TASK TO COMPLETE: Each line from the start of the entries through the line that contains "Close-up. Before the" should be output exactly, please.
--- --- ---
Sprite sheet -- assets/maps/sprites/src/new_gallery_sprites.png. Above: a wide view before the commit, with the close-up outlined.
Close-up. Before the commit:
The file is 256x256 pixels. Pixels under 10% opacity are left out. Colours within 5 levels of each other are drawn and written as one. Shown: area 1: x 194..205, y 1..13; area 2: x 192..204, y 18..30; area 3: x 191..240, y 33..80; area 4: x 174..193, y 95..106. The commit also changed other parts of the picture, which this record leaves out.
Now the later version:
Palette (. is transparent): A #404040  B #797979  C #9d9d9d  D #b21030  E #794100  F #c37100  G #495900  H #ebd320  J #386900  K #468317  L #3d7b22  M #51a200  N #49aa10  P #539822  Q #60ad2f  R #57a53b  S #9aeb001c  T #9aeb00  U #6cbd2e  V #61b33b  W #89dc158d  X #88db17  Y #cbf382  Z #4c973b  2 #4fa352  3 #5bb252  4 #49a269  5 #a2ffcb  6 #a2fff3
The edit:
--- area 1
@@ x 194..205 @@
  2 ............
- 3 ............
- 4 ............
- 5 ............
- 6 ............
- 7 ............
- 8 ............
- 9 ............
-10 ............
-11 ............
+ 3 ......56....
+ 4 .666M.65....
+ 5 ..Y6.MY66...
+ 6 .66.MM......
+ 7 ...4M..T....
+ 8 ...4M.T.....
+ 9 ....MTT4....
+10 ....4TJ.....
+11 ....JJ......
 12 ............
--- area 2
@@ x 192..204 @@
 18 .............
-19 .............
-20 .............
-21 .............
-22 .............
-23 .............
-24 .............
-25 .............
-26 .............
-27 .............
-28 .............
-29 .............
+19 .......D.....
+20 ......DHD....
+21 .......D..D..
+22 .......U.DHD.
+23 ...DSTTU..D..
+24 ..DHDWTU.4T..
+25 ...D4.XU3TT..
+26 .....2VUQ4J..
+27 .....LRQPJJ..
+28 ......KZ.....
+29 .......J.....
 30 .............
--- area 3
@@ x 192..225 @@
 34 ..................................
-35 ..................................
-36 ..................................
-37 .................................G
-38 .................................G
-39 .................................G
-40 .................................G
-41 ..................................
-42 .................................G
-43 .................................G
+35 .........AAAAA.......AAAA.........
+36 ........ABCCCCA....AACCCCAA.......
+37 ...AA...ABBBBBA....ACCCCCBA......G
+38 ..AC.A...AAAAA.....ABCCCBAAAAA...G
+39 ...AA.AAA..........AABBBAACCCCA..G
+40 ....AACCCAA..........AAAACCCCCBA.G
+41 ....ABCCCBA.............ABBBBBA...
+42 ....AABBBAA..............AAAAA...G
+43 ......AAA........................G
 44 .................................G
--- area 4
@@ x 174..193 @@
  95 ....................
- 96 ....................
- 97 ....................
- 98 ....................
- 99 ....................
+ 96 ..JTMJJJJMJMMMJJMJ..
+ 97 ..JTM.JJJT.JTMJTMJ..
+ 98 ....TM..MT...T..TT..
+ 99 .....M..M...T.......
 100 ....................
--- --- ---
EXERCISE ANSWER:
Sprite sheet -- assets/maps/sprites/src/new_gallery_sprites.png. Above: a wide view before the commit, with the close-up outlined.
Close-up. Before the commit:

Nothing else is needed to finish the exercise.